As consumer expectations shift amid the accelerating digital transformation, businesses across the health and beauty space have come to rely on technology to deliver hyper personalized experiences at scale. Augmented reality (AR) allows shoppers to “try on” beauty products—either online or in-store—and make more informed purchase decisions.
But this technology can be used to do more than just increase conversion rates at the point of sale. Leading businesses like beauty powerhouse KOSÉ are leveraging AR try-on to demonstrate their brand values.
At a time when consumers are increasingly choosing brands whose values align with their own, KOSÉ launched an AR-supported campaign to raise awareness and funding for the global effort to end violence against women.
Sharon del Valle, General Manager at KOSÉ, recently joined Perfect Corp.’s Master Series to discuss the campaign and how beauty tech can drive change and build meaningful customer relationships.
The Purple Ribbon Project
As a business that has long aligned its brand with female empowerment, KOSÉ knew it was important to support International Day for the Elimination of Violence Against Women. The UN-sanctioned day of activism, held each year on November 23, calls for global action to increase awareness of rape, domestic abuse, and other forms of violence against women.
To help support this important effort, del Valle explained, the KOSÉ-owned brand Decorté launched the Purple Ribbon Project.
Decorté paired two of its skincare products as a limited-edition Purple Ribbon set and donated half of all proceeds to Win, a New York-based nonprofit providing safe housing and critical services to help homeless women and their children.
“Eighty percent of women who come to these shelters are suffering from domestic abuse and many of them come with children,” said del Valle. “This organization helps them to rebuild their lives.”
The brand then turned to AR technology to promote the campaign.

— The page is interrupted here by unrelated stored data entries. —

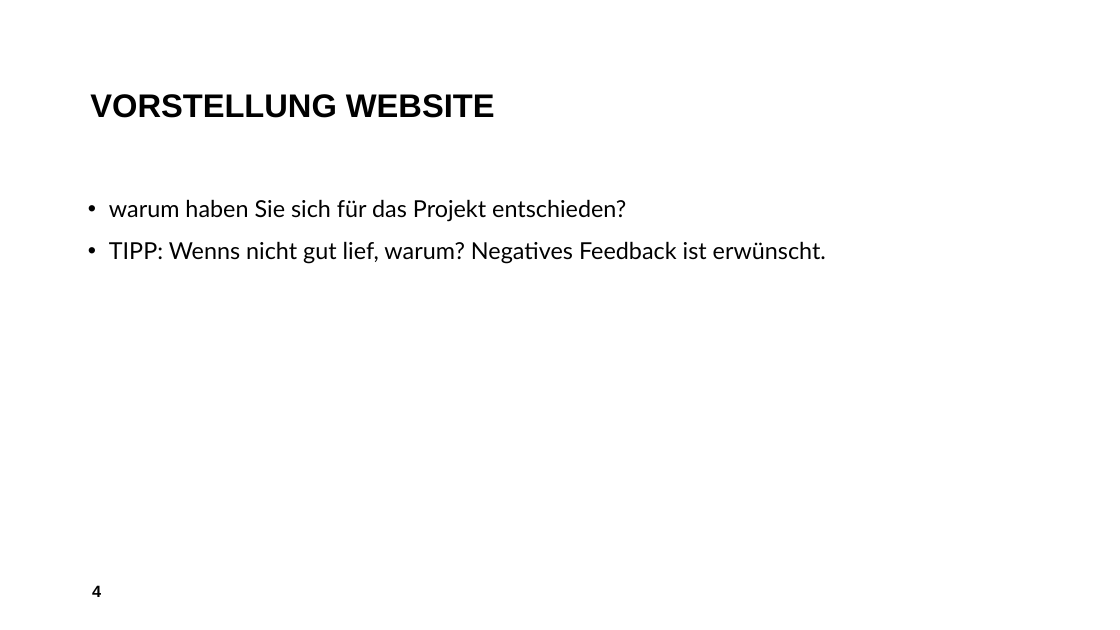
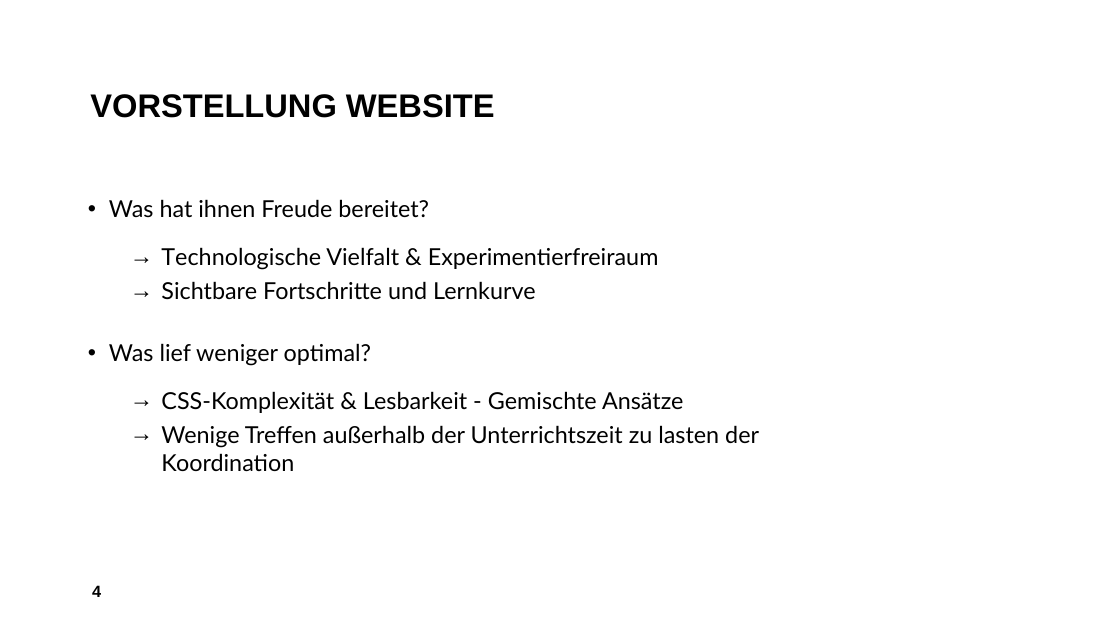
Before and after one commit to patricjenni/kochrezepte, a slide deck: slide 4 of docs/Präsentation_Kochrezepte.pptx. Drawn at 1120x630 pixels with LibreOffice and Linux fonts; fonts in the diff are those of the drawing; background and template pictures are left out. Boxes give left, top, right and bottom in pixels: in the first picture for what was removed or moved away, otherwise in the second. Text is boxed around its words. In the diff, an @@ line names an element or a change of style, - is before the commit and + after.

```diff
--- a/docs/Präsentation_Kochrezepte.pptx
+++ b/docs/Präsentation_Kochrezepte.pptx
@@ text at box(109, 199, 759, 471): text changed @@
-• warum haben Sie sich für das Projekt entschieden?
-• TIPP: Wenns nicht gut lief, warum? Negatives Feedback ist erwünscht.
+• Was hat ihnen Freude bereitet?
+  → Technologische Vielfalt & Experimentierfreiraum
+  → Sichtbare Fortschritte und Lernkurve
+• Was lief weniger optimal?
+  → CSS-Komplexität & Lesbarkeit - Gemischte Ansätze
+  → Wenige Treffen außerhalb der Unterrichtszeit zu lasten der Koordination
```
Also in this commit, not shown: 6 other slides changed, 1 slide removed.

Users of Perfect Corp.’s popular YouCam Makeup virtual try-on application were able to select a campaign-specific filter that included purple ribbons, the international symbol of ending domestic and intimate partner violence.
By leveraging AR technology, the brand went beyond sharing static advocacy graphics or videos on social media. Users could screencap the filter images and share with their own networks, making them active participants in the campaign. And, as del Valle pointed out, delivering the campaign on the YouCam Makeup app allowed Decorté to significantly increase reach to a qualified audience.
Winning New Customers
The Purple Ribbon Project is part of a larger KOSÉ initiative to expand its Decorté and Sekkisei brands in the North American market. Though the company’s brands have long been iconic in Japan, US consumers are less familiar.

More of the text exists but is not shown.